**REQUIREMENT:**
Whenever a line contains the string "added", copy it out of the entries.

··· PROVIDED ENTRIES ···

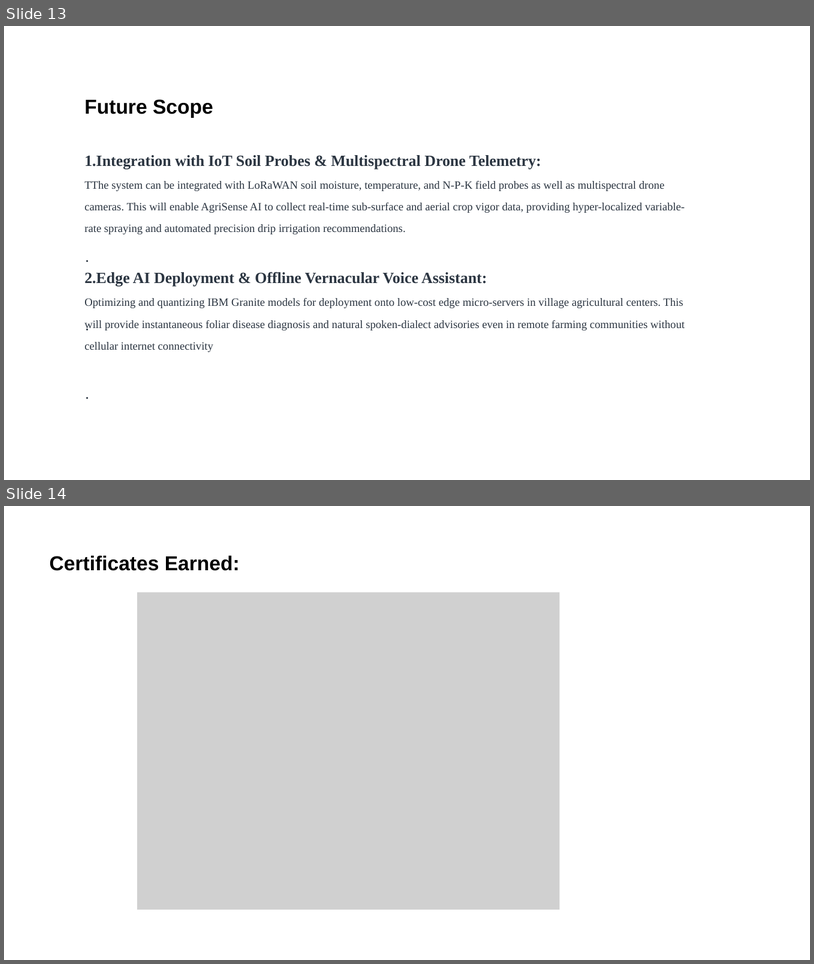
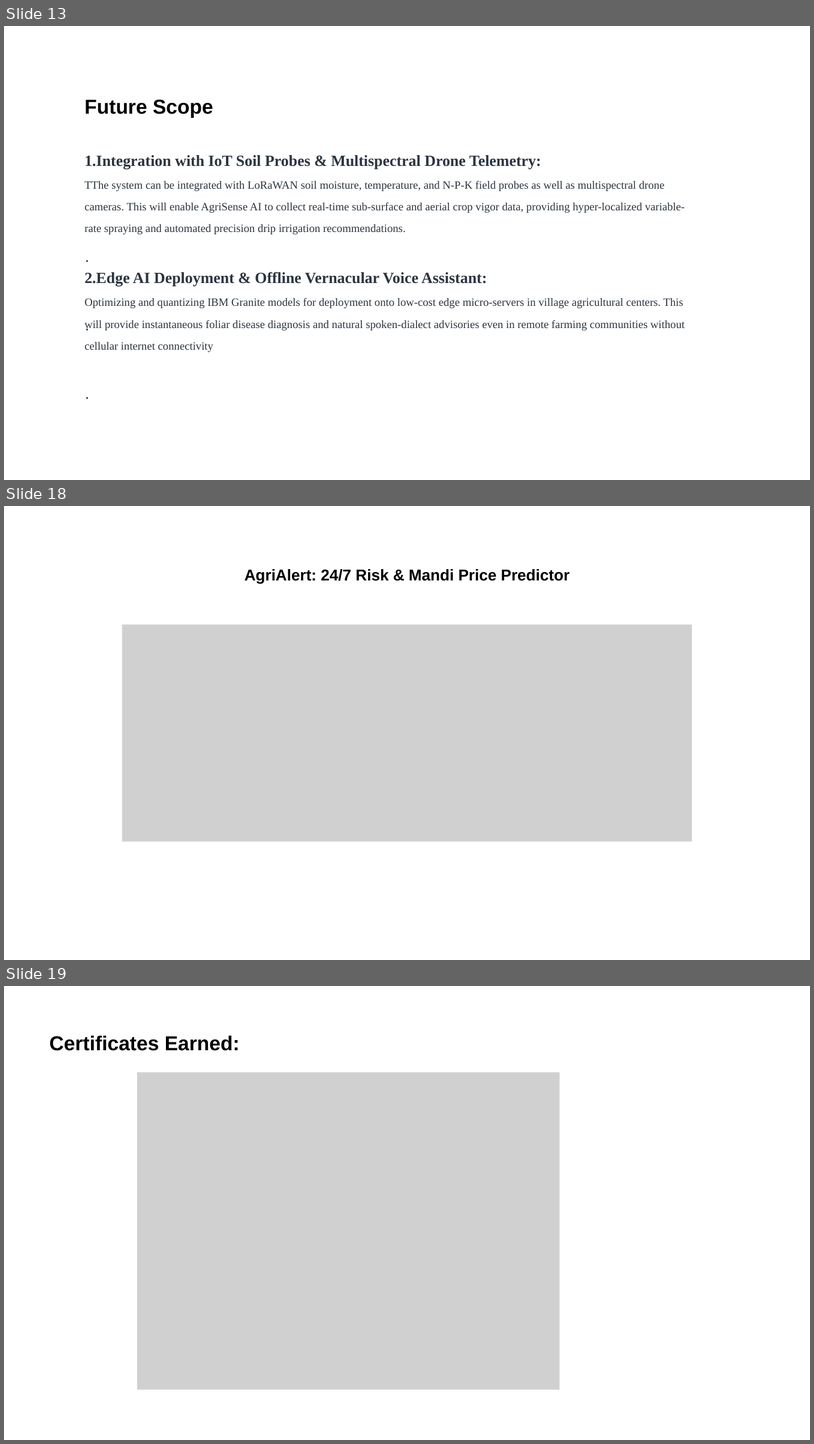
Before and after one commit to swarna-builds/AgriSense-AI-IBM-Granite, a slide deck: your projectpresentation.pptx. Shown one above the other, each under a label of ours: slides 13 and 14 before the commit, slides 13, 18 and 19 after it; the slides between them are not shown. The pictures are 814x964 and 814x1444 pixels, drawn with LibreOffice and Linux fonts; fonts in the diff are those of the drawing; grey boxes stand for pictures. Boxes give left, top, right and bottom in pixels: in the first picture for what was removed or moved away, otherwise in the second. Text is boxed around its words. In the diff, an @@ line names an element or a change of style, - is before the commit and + after.

```diff
--- a/your projectpresentation.pptx
+++ b/your projectpresentation.pptx
@@ slide 18 added at (4,506,810,960), background #FFFFFF @@
@@ text added at (245,569,570,584), 28 pt, text #000000, bold @@
+AgriAlert: 24/7 Risk & Mandi Price Predictor
@@ picture added at (122,625,692,841) @@
@@ what was slide 14 is now slide 19 @@
```
Also in this commit, not shown: 1 slide changed, 4 other slides added, 6 other files.

···

**SOLUTION TO THIS PROBLEM:**
@@ slide 18 added at (4,506,810,960), background #FFFFFF @@
@@ text added at (245,569,570,584), 28 pt, text #000000, bold @@
@@ picture added at (122,625,692,841) @@
Also in this commit, not shown: 1 slide changed, 4 other slides added, 6 other files.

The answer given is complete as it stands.